Sealed Air Interview Guide
Everything we know about interviewing at Sealed Air: the process stage by stage, what each round tests, and compensation by level.
Interviewing at Sealed Air
What the process looks like, and what Sealed Air is really testing for.
Sealed Air runs an interview loop that starts with recruiter or hiring manager screens, then moves into a mix of technical evaluation and behavior and collaboration checks. Across the roles we have guides for, you should expect multiple touchpoints that probe how you communicate, how you work with others, and how you handle realistic cross-functional situations.
The topics that show up as most prominent in their question data are not just “technical.” They strongly emphasize Financial Analysis (Analyst) at the highest prominence, and they also heavily feature Sales Process (Multi-round Interview Workflow), Marketing Analytics, Behavioral interview skills, Take-home Assignments, and Technical interviewing and problem-solving. Stakeholder Management, Cross-functional Collaboration, Analytics Strategy Alignment, and Technical Q&A are also consistently prominent, which suggests your ability to frame work with stakeholders is evaluated alongside the technical core.
Candidate reports include 162 total reports, with a difficulty split of easy 24.3%, medium 67.1%, hard 6.6%, and very hard 2.0%. Offer rate in these reports is 0.0%, and positive sentiment is 61.0%, so expect a rigorous process where you should focus on clarity, structure, and stakeholder-aware problem solving, even if outcomes vary.
Take-home Assignments and multi-round technical workflows are among the most prominent topics, so plan your prep around end-to-end work products and how you explain decisions, not just live coding or quick answers.
The Sealed Air interview process
5 stages, based on 162 candidate reports.
Phone screen
ShortYou start with a recruiter or hiring manager conversation focused on your résumé and role alignment, plus basic background fit. In some cases, HR screening also validates compensation expectations as part of this early phase.
Initial screening
ShortYou undergo an initial screening to confirm your basic qualifications and fit for the role. Expect this to remain focused on whether your background matches what the role needs before deeper technical and behavioral evaluation.
Technical and behavioral interviews
Multiple interviewsYou move into technical interviews and behavioral assessments, with topics that can include technical Q&A, technical interviewing and problem-solving, and take-home assignments. Behavioral assessments focus on past experiences, interpersonal skills, and alignment with culture and values, including how you communicate in remote or virtual settings.
Hiring manager and team engagement
1-2 weeksYou participate in interviews with hiring managers and other team members to evaluate technical skills and values fit. Some loops also include deeper or in-depth stakeholder interviews and formats that probe day-to-day realities and cross-functional friction.
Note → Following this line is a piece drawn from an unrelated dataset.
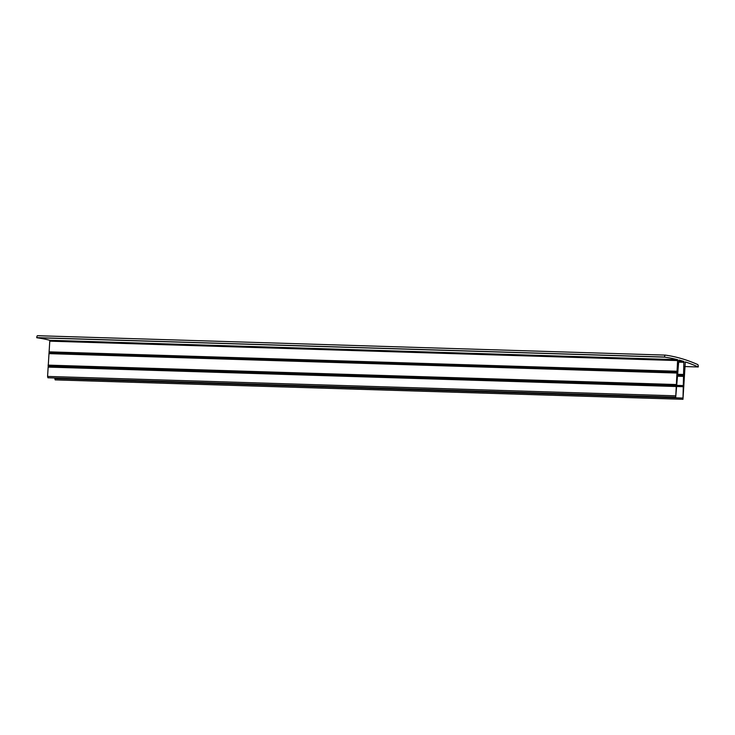 <?xml version="1.0" encoding="UTF-8"?>
<svg xmlns="http://www.w3.org/2000/svg" width="735" height="735" viewBox="0 0 735 735"><rect width="100%" height="100%" fill="white"/><g stroke="black" fill="none" stroke-linecap="round" stroke-linejoin="round"><path stroke-width="1.1" d="M678.782 360.747L679.076 360.058A1061.23 340.939 -88.2 0 1 683.872 361.455L682.971 399.298L685.305 361.923A1061.23 340.939 -88.2 0 1 698.241 366.976L698.25 366.866A2.122 0.68 -88.2 0 0 697.726 364.569A1063.352 341.628 -88.2 0 0 665.322 355.106A2.122 0.68 -88.2 0 1 665.322 355.106A2.122 0.68 -88.2 0 0 664.559 357.035L664.55 357.137A1061.23 340.939 -88.2 0 1 677.642 359.681L675.713 397.176L678.782 360.747M675.713 397.176L47.913 377.772L47.573 376.421L675.373 395.825M665.276 355.106L37.522 335.711A2.122 0.68 -88.2 0 0 37.494 335.702A2.122 0.68 -88.2 0 0 36.759 337.631L36.75 337.733A1061.23 340.939 -88.2 0 1 49.833 340.287L47.573 376.421M48.161 366.103L675.97 385.507L48.17 366.131M36.75 337.733L664.55 357.137M684.818 366.554L698.241 366.976M682.971 399.298L55.171 379.894L54.822 378.635L682.631 398.039M54.859 377.992L54.822 378.635M677.514 375.236L683.605 375.429L677.505 375.263M48.225 367.105L676.035 386.509M48.106 365.13L675.915 384.524M48.914 353.636L676.714 373.031M676.917 372.14L49.107 352.736L676.907 372.158M49.3 351.863L677.1 371.258M50.044 341.178L677.854 360.582M49.833 340.287L677.642 359.681M36.759 337.631L664.559 357.035M676.806 386.509L683.146 386.711M676.843 385.939L683.21 386.141M676.889 385.37L683.284 385.572M677.44 376.21L683.697 376.403M677.587 374.29L683.522 374.473M678.69 362.125L684.074 362.291M678.745 361.298L683.872 361.455M37.494 335.702L665.304 355.106"/></g></svg>

Onsite interview day (where used)
One dayIn roles that report an onsite, you attend a comprehensive day with 1:1 interviews and group sessions with various stakeholders. You may also encounter case studies or technical challenges designed to explore your problem-solving approach.
What Sealed Air evaluates
How often each skill shows up across reported interview loops.
Interview guides by role
Each guide has the questions Sealed Air interviewers actually ask, the loop structure, and total compensation by level.
What Sealed Air pays, by level
Estimated total compensation: base salary plus stock and annual cash bonus.
Insider tips
Patterns from candidates who got offers, and the mistakes that most often sink a loop.
Sealed Air interview FAQ
Answered from real candidate and workplace data, marked up for rich results.
What people say about Sealed Air
Verbatim snippets pulled from employee and candidate reviews.
Friendly colleagues, but low pay and high turnover.
The colleagues are friendly, creating a positive work environment.
Low salaries and minimal increases contribute to high turnover, as employees leave due to workload and inadequate pay.
Management should ensure salaries reflect the workload and responsibilities of employees.
The opportunity to learn about various aspects of food packaging is a significant benefit of working here.